- EXERCISE
Each entry is to be given again exactly; drop the images.

-- INPUT DATA follows --

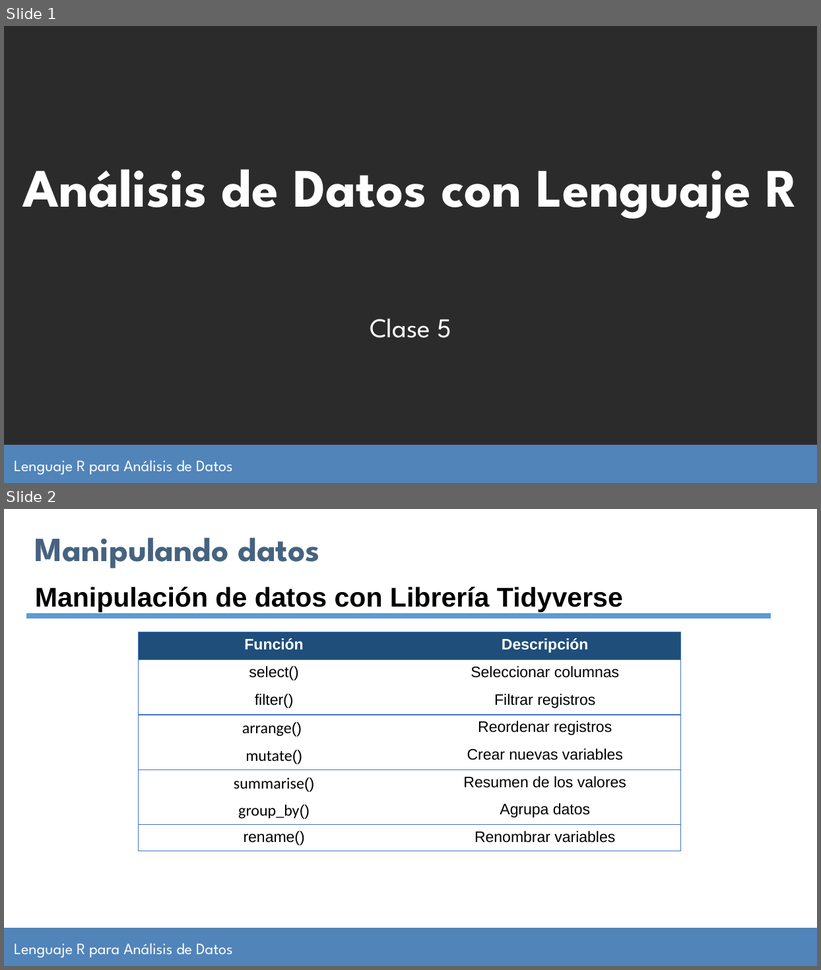
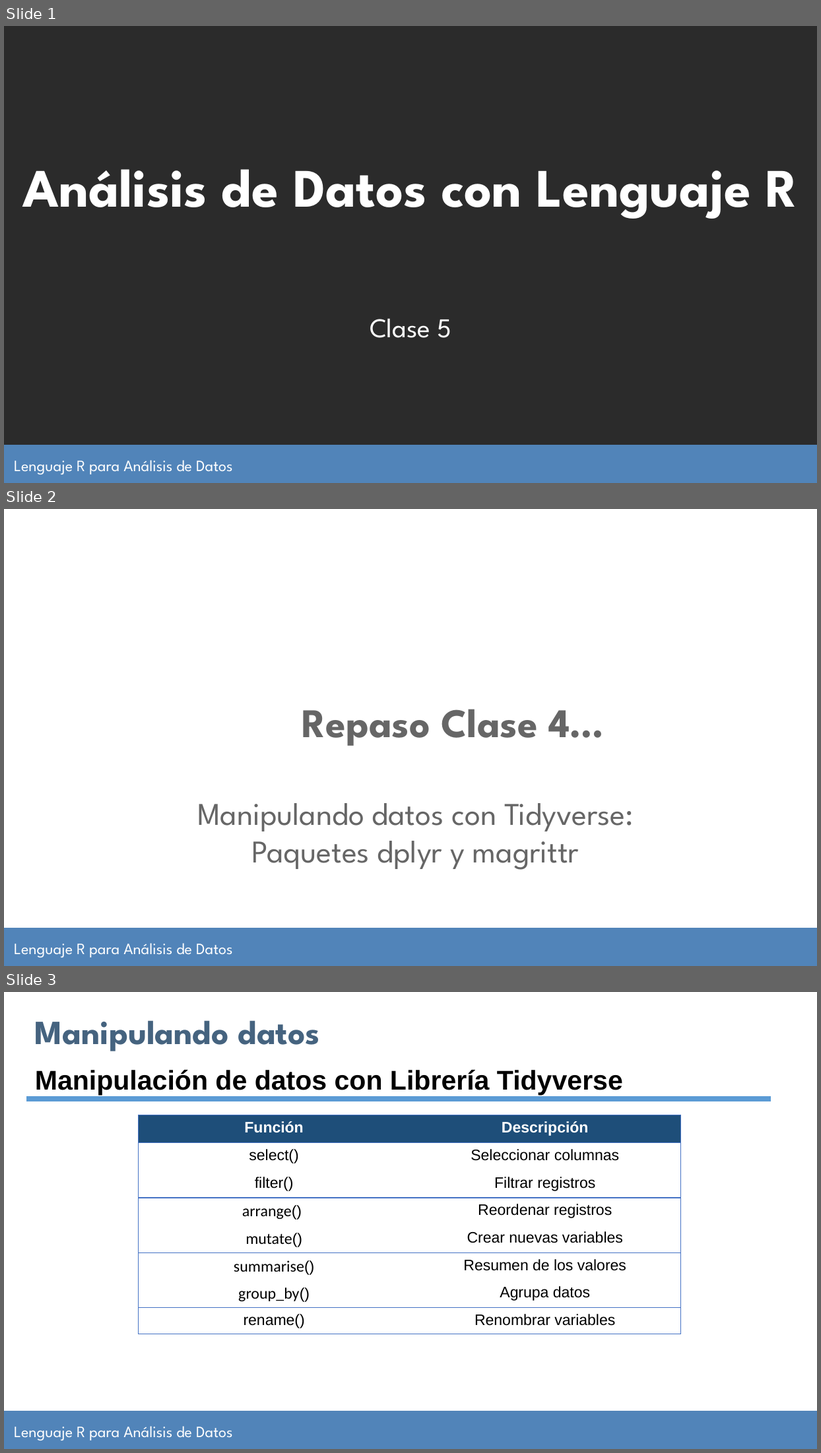
Before and after one commit to jsgarriga/curso-analisis-datos-r, a slide deck: Clase 5-ADR-06-09-2023/ManualAlumnoR_clase5.pptx. Shown one above the other, each under a label of ours: slides 1 and 2 before the commit, slides 1, 2 and 3 after it. The pictures are 821x970 and 821x1453 pixels, drawn with LibreOffice and Linux fonts; fonts in the diff are those of the drawing; background and template pictures are left out; a plain dark background stands for a picture behind light text. Boxes give left, top, right and bottom in pixels: in the first picture for what was removed or moved away, otherwise in the second. Text is boxed around its words. In the diff, an @@ line names an element or a change of style, - is before the commit and + after.

```diff
--- a/Clase 5-ADR-06-09-2023/ManualAlumnoR_clase5.pptx
+++ b/Clase 5-ADR-06-09-2023/ManualAlumnoR_clase5.pptx
@@ slide 2 added at <box>4,509,817,966</box>, background #FFFFFF; not listed: 2 template elements that a slide beside it also shows @@
@@ text added at <box>302,709,603,746</box>, 36 pt, text #666666, bold @@
+Repaso Clase 4…
@@ text added at <box>197,803,634,870</box>, 28 pt, text #666666 @@
+Manipulando datos con Tidyverse:
+Paquetes dplyr y magrittr
@@ what was slide 2 is now slide 3 @@
```
Also in this commit, not shown: 1 slide changed, 1 other slide added, 5 slides removed.

-- INPUT DATA concluded --

- RESPONSE AREA
Before and after one commit to jsgarriga/curso-analisis-datos-r, a slide deck: Clase 5-ADR-06-09-2023/ManualAlumnoR_clase5.pptx. Shown one above the other, each under a label of ours: slides 1 and 2 before the commit, slides 1, 2 and 3 after it. The pictures are 821x970 and 821x1453 pixels, drawn with LibreOffice and Linux fonts; fonts in the diff are those of the drawing; background and template pictures are left out; a plain dark background stands for a picture behind light text. Boxes give left, top, right and bottom in pixels: in the first picture for what was removed or moved away, otherwise in the second. Text is boxed around its words. In the diff, an @@ line names an element or a change of style, - is before the commit and + after.

```diff
--- a/Clase 5-ADR-06-09-2023/ManualAlumnoR_clase5.pptx
+++ b/Clase 5-ADR-06-09-2023/ManualAlumnoR_clase5.pptx
@@ slide 2 added at <box>4,509,817,966</box>, background #FFFFFF; not listed: 2 template elements that a slide beside it also shows @@
@@ text added at <box>302,709,603,746</box>, 36 pt, text #666666, bold @@
+Repaso Clase 4…
@@ text added at <box>197,803,634,870</box>, 28 pt, text #666666 @@
+Manipulando datos con Tidyverse:
+Paquetes dplyr y magrittr
@@ what was slide 2 is now slide 3 @@
```
Also in this commit, not shown: 1 slide changed, 1 other slide added, 5 slides removed.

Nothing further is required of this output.